Now to the heart! M. Tanner and a group of laboratory researchers at Vanderbilt University Medical Center in Tennessee were specifically looking at nitric oxide (NO) and how it improves heart health. Their interest was in how encouraged the release of nitric oxide. The nitric oxide (NO) factor is significant because it is critical to heart health.
Three American pharmacologists were awarded the Nobel Prize in 1998 for discovering how the body’s production of nitric oxide can widen blood vessels, help regulate blood pressure and prevent the formation of blood clots, all critical to heart health! Nitric oxide was named “Molecule of the Year” in 1992 by the journal Science, but it took another six years for the pharmacists responsible for the major discoveries to receive the prize! Jiaogulan has been shown to aid in the release of NO!

Stomach, Endurance, Immunity and More!

Jiaogulan loose tea

Either buy a Jiaogulan extract or find a loose tea with this kind of appearance.

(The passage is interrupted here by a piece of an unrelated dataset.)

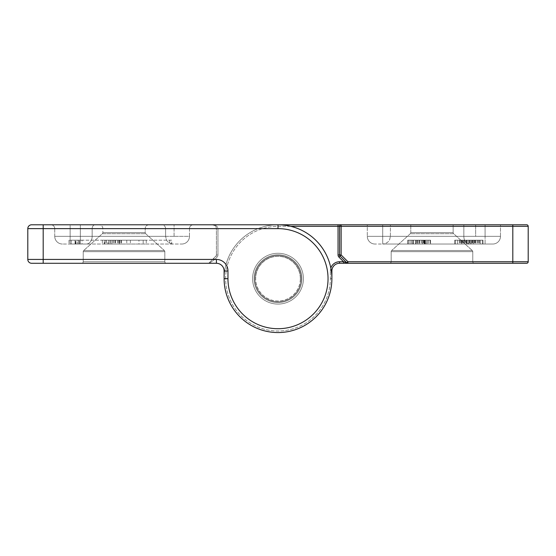 <?xml version="1.0" encoding="UTF-8"?>
<svg xmlns="http://www.w3.org/2000/svg" width="556" height="556" viewBox="0 0 556 556"><rect width="100%" height="100%" fill="white"/><g stroke="black" fill="none" stroke-linecap="round" stroke-linejoin="round"><path stroke-width="0.42" stroke-dasharray="2.78 2.08" d="M298.544 268.124A23.095 23.095 0 0 1 288.55 299.218A23.095 23.095 0 0 1 257.456 289.231A23.095 23.095 0 0 1 267.45 258.13A23.095 23.095 0 0 1 298.544 268.124A23.095 23.095 0 0 0 267.45 258.13A23.095 23.095 0 0 0 257.456 289.231A23.095 23.095 0 0 0 288.55 299.218A23.095 23.095 0 0 0 298.544 268.124A23.095 23.095 0 0 0 267.45 258.13A23.095 23.095 0 0 0 257.456 289.231A23.095 23.095 0 0 1 267.45 258.13A23.095 23.095 0 0 1 298.544 268.124A23.095 23.095 0 0 1 288.55 299.218A23.095 23.095 0 0 1 257.456 289.231A23.095 23.095 0 0 0 288.55 299.218A23.095 23.095 0 0 0 298.544 268.124M391.167 261.737A1.543 1.543 0 0 1 389.631 263.28L474.31 263.28L389.631 263.28A1.543 1.543 0 0 0 391.167 261.737L472.774 261.737A1.543 1.543 0 0 0 474.31 263.28A1.543 1.543 0 0 1 472.774 261.737L391.167 261.737L472.774 261.737L391.167 261.737L391.167 251.646L391.167 261.737M410.801 232.568A1.543 1.543 0 0 1 410.293 233.715L391.674 250.506A1.543 1.543 0 0 0 391.167 251.646L472.774 251.646L472.774 261.737L472.774 251.646L391.167 251.646A1.543 1.543 0 0 1 391.674 250.506L472.259 250.506A1.543 1.543 0 0 1 472.774 251.646A1.543 1.543 0 0 0 472.259 250.506L391.674 250.506L472.259 250.506L391.674 250.506L410.293 233.715L453.647 233.715L472.259 250.506L453.647 233.715L410.293 233.715A1.543 1.543 0 0 0 410.801 232.568L453.14 232.568A1.543 1.543 0 0 0 453.647 233.715A1.543 1.543 0 0 1 453.14 232.568L410.801 232.568L453.14 232.568L410.801 232.568L410.801 224.784L410.801 232.568M301.866 278.674A23.866 23.866 0 0 1 278 302.54A23.866 23.866 0 0 1 254.134 278.674A23.866 23.866 0 0 0 278 302.54A23.866 23.866 0 0 0 301.866 278.674A23.866 23.866 0 0 0 278 254.808A23.866 23.866 0 0 0 254.134 278.674A23.866 23.866 0 0 1 278 254.808A23.866 23.866 0 0 1 301.866 278.674A23.866 23.866 0 0 1 278 302.54A23.866 23.866 0 0 1 254.134 278.674A23.866 23.866 0 0 0 278 302.54A23.866 23.866 0 0 0 301.866 278.674A23.866 23.866 0 0 0 278 254.808A23.866 23.866 0 0 0 254.134 278.674A23.866 23.866 0 0 1 278 254.808A23.866 23.866 0 0 1 301.866 278.674A23.866 23.866 0 0 1 278 302.54A23.866 23.866 0 0 1 254.134 278.674A23.866 23.866 0 0 0 278 302.54A23.866 23.866 0 0 0 301.866 278.674A23.866 23.866 0 0 0 278 254.808A23.866 23.866 0 0 0 254.134 278.674A23.866 23.866 0 0 1 278 254.808A23.866 23.866 0 0 1 301.866 278.674A23.866 23.866 0 0 0 278 254.808A23.866 23.866 0 0 0 254.134 278.674A23.866 23.866 0 0 1 278 254.808A23.866 23.866 0 0 1 301.866 278.674A23.866 23.866 0 0 0 278 254.808A23.866 23.866 0 0 0 254.134 278.674A23.866 23.866 0 0 1 278 254.808A23.866 23.866 0 0 1 301.866 278.674A23.866 23.866 0 0 1 278 302.54A23.866 23.866 0 0 1 254.134 278.674A23.866 23.866 0 0 0 278 302.54A23.866 23.866 0 0 0 301.866 278.674M290.788 226.327L278 226.327A52.347 52.347 0 0 0 225.653 278.674A52.347 52.347 0 0 0 278 331.029A52.347 52.347 0 0 0 330.347 278.674A52.347 52.347 0 0 1 278 331.029A52.347 52.347 0 0 1 225.653 278.674A52.347 52.347 0 0 1 278 226.327L338.048 226.327L338.048 224.784L278 224.784A53.89 53.89 0 0 0 224.11 278.674A53.89 53.89 0 0 0 278 332.564A53.89 53.89 0 0 0 331.89 278.674L331.89 270.98A7.701 7.701 0 0 1 339.591 263.28L343.566 263.28L343.566 261.737L339.591 261.737A9.237 9.237 0 0 0 330.347 270.98A9.237 9.237 0 0 1 330.827 268.041M453.14 224.784L453.14 232.568L453.14 224.784L410.801 224.784L453.14 224.784M426 240.185L407.743 240.185L430.031 240.185L425.013 240.185L425.013 244.035L407.743 244.035L430.031 244.035L425.013 244.035L425.013 240.185L407.743 240.185L407.743 244.035L430.587 244.035L407.743 244.035L430.587 244.035L407.743 244.035L430.587 244.035L407.743 244.035L419.175 244.035L407.743 244.035L407.743 240.185L411.419 240.185L411.419 244.035L411.419 240.185L412.76 240.185L412.76 244.035L412.76 240.185L409.974 240.185L409.974 244.035L428.356 244.035L409.974 244.035L409.974 240.185L412.726 240.185L412.726 244.035L412.726 240.185L415.534 240.185L415.534 244.035L415.534 240.185L417.695 240.185L417.695 244.035L417.695 240.185L424.708 240.185L424.708 244.035L424.708 240.185L430.587 240.185L430.587 244.035L419.175 244.035L430.587 244.035L430.587 240.185L425.833 240.185L425.833 244.035L425.833 240.185L424.735 240.185L424.735 244.035L424.735 240.185L428.356 240.185L428.356 244.035L428.356 240.185L424.673 240.185L424.673 244.035L424.694 240.185L422.539 240.185L422.539 244.035L422.539 240.185L416.124 240.185L416.124 244.035L416.124 240.185L412.816 240.185L412.816 244.035L412.816 240.185L407.743 240.185L430.587 240.185L426 240.185L426 244.035M468.75 240.185L483.032 240.185L454.704 240.185L461.96 240.185L457.47 240.185L457.47 244.035L461.619 244.035L454.704 244.035L483.032 244.035L375.001 244.035L492.79 244.035L382.702 244.035L492.79 244.035L382.702 244.035L492.79 244.035L457.47 244.035L480.273 244.035L457.47 244.035L457.47 240.185L468.75 240.185L468.75 244.035M473.358 244.035L470.598 244.035L473.358 244.035L470.598 244.035L473.358 244.035L473.358 240.185L470.598 240.185L470.598 244.035L470.598 240.185L473.358 240.185L473.358 244.035L473.358 240.185L470.598 240.185L470.598 244.035L470.598 240.185L473.358 240.185L473.358 244.035M471.189 240.185L454.704 240.185L483.032 240.185L454.704 240.185L482.344 240.185L482.344 244.035L455.399 244.035L482.344 244.035L469.215 244.035L482.344 244.035L482.344 240.185L455.399 240.185L455.399 244.035L455.399 240.185L482.344 240.185L482.344 244.035L482.344 240.185L482.344 244.035L482.344 240.185L471.189 240.185L471.189 244.035M526.657 263.28A1.543 1.543 0 0 0 528.2 261.737L528.2 226.327L512.806 226.327L512.806 224.784L341.127 224.784A1.543 1.543 0 0 0 339.591 226.327L339.591 254.94L339.591 226.327L339.591 254.94L338.048 254.94L338.048 226.327L339.591 226.327A1.543 1.543 0 0 1 341.127 224.784A1.543 1.543 0 0 0 339.591 226.327A1.543 1.543 0 0 1 341.127 224.784L341.127 226.327L512.806 226.327L512.806 261.737L347.924 261.737L346.833 262.828L340.036 256.031L346.833 262.828L343.566 261.737L338.951 257.122A3.079 3.079 0 0 1 338.048 254.94M485.089 224.784L382.702 224.784L500.483 224.784L463.843 224.784L500.483 224.784L485.089 224.784L485.089 236.335L500.483 236.335L500.483 224.784L500.483 236.335A7.701 7.701 0 0 1 492.79 244.035A7.701 7.701 0 0 0 500.483 236.335A7.701 7.701 0 0 1 492.79 244.035A7.701 7.701 0 0 0 500.483 236.335A7.701 7.701 0 0 1 492.79 244.035A7.701 7.701 0 0 0 500.483 236.335L485.089 236.335L485.089 224.784L485.089 236.335L475.651 236.335L475.651 224.784L390.395 224.784L475.651 224.784L475.651 236.335L463.843 236.335L463.843 224.784L390.395 224.784L463.843 224.784L463.843 236.335L390.395 236.335L500.483 236.335L485.089 236.335L485.089 224.784L485.089 236.335L475.651 236.335L475.651 224.784L475.651 236.335L463.843 236.335L463.843 224.784L463.843 236.335L390.395 236.335L500.483 236.335L485.089 236.335L485.089 224.784M367.301 224.784L382.702 224.784L367.301 224.784L367.301 236.335L367.301 224.784M528.2 261.737L512.806 261.737L512.806 263.28L343.566 263.28M339.591 226.327L341.127 226.327L341.127 254.94L339.591 254.94A1.543 1.543 0 0 0 340.036 256.031L346.833 262.828A1.543 1.543 0 0 0 347.924 263.28A1.543 1.543 0 0 1 346.833 262.828A1.543 1.543 0 0 0 347.924 263.28A1.543 1.543 0 0 1 346.833 262.828A1.543 1.543 0 0 0 347.924 263.28L347.924 261.737L341.127 254.94L340.036 256.031A1.543 1.543 0 0 1 339.591 254.94A1.543 1.543 0 0 0 340.036 256.031A1.543 1.543 0 0 1 339.591 254.94A1.543 1.543 0 0 0 340.036 256.031L338.951 257.122M367.301 236.335A7.701 7.701 0 0 0 375.001 244.035A7.701 7.701 0 0 1 367.301 236.335L382.702 236.335L382.702 224.784L382.702 236.335L367.301 236.335A7.701 7.701 0 0 0 375.001 244.035M469.215 240.185L469.215 244.035L469.215 240.185M455.399 240.185L455.399 244.035L455.399 240.185L466.449 240.185L466.449 244.035L466.449 240.185L455.399 240.185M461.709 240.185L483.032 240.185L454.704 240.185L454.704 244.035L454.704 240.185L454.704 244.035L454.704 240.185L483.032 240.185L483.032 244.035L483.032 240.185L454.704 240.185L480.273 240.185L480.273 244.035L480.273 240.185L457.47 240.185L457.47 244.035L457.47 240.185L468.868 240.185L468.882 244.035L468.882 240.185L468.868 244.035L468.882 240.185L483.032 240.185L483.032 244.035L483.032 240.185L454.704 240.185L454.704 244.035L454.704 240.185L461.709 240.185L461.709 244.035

Moving to the stomach, jiaogulan improves and strengthens digestion. This means that any food consumed is processed more efficiently and digestive disturbances like heart burn are lessened. As you are probably noticing, the “adaptogenic” effects are seen throughout the body— a hallmark of an adaptogen (S. Zhou and researchers, China).
And what about strength and endurance? The results are promising! Again out of Guiyang Medical College, it was found that jiaogulan improves the heart contractions and pumping function, probably from soap-like compounds called “saponins.” The study suggests that, “Jiaogulan becomes the perfect herb for anyone who wants to improve his competitive edge in any field of athletic performance,” (Zhou and associates).

If you’re concerned about your immunity, jiaogulan can improve the health of the immune system when it’s under siege from foreign agents. Clinical research studies say it’s a potent “immuno-modulator,” which means it has direct impact on the functions of the immune system. Essentially, lymphocytes, phagocytes, and serum IGG— all components of the immune system—showed improvement, particularly in the aging and the elderly (reported by Jialiu Liu and his group).

And let’s not overlook the liver! Research in 2006 reported in the journal, Alternative Therapies in Health and Medicine, found that taking jiaogulan helped people with non-alcoholic fatty liver disease. An extract of the herb lowered their body mass index and their triglycerides levels, improved insulin resistance, and reduced liver fat. Research is ongoing, but in one particular study of 56 people, after two month of a diet including jiaogulan, it was reported that jiaogulan is an “effective adjunct treatment to diet therapy for patients with nonalcoholic fatty liver disease.”

A Potent Antioxidant

Many of the health benefits of jiaogulan come from antioxidants called “gypenosides.” Gypenosides are compounds that are similar to ingredients in ginseng—another health promoter— yet jiaogulan is reported to have three to four times as many antioxidants as found in ginseng. “This greater number of gypenosides may account for a more powerful regulatory effect on a number of body systems, like blood pressure, the reproductive system, the digestive system, the immune system, mental functions, and more,” report Chinese medical researchers Song, Wei and Hou.
Jiaogulan can be consumed as a tea or in pill and capsule form. It’s readily available in natural foods stores and online. And because jiaogulan is non-toxic, there is no risk of overdose.
Armed with all this knowledge, doesn’t it just make good sense to add jiaogulan to your daily diet regime? As a powerful adaptogen, a strong antioxidant and a total body “supporter,” it’s an inexpensive and effective way to boost your health!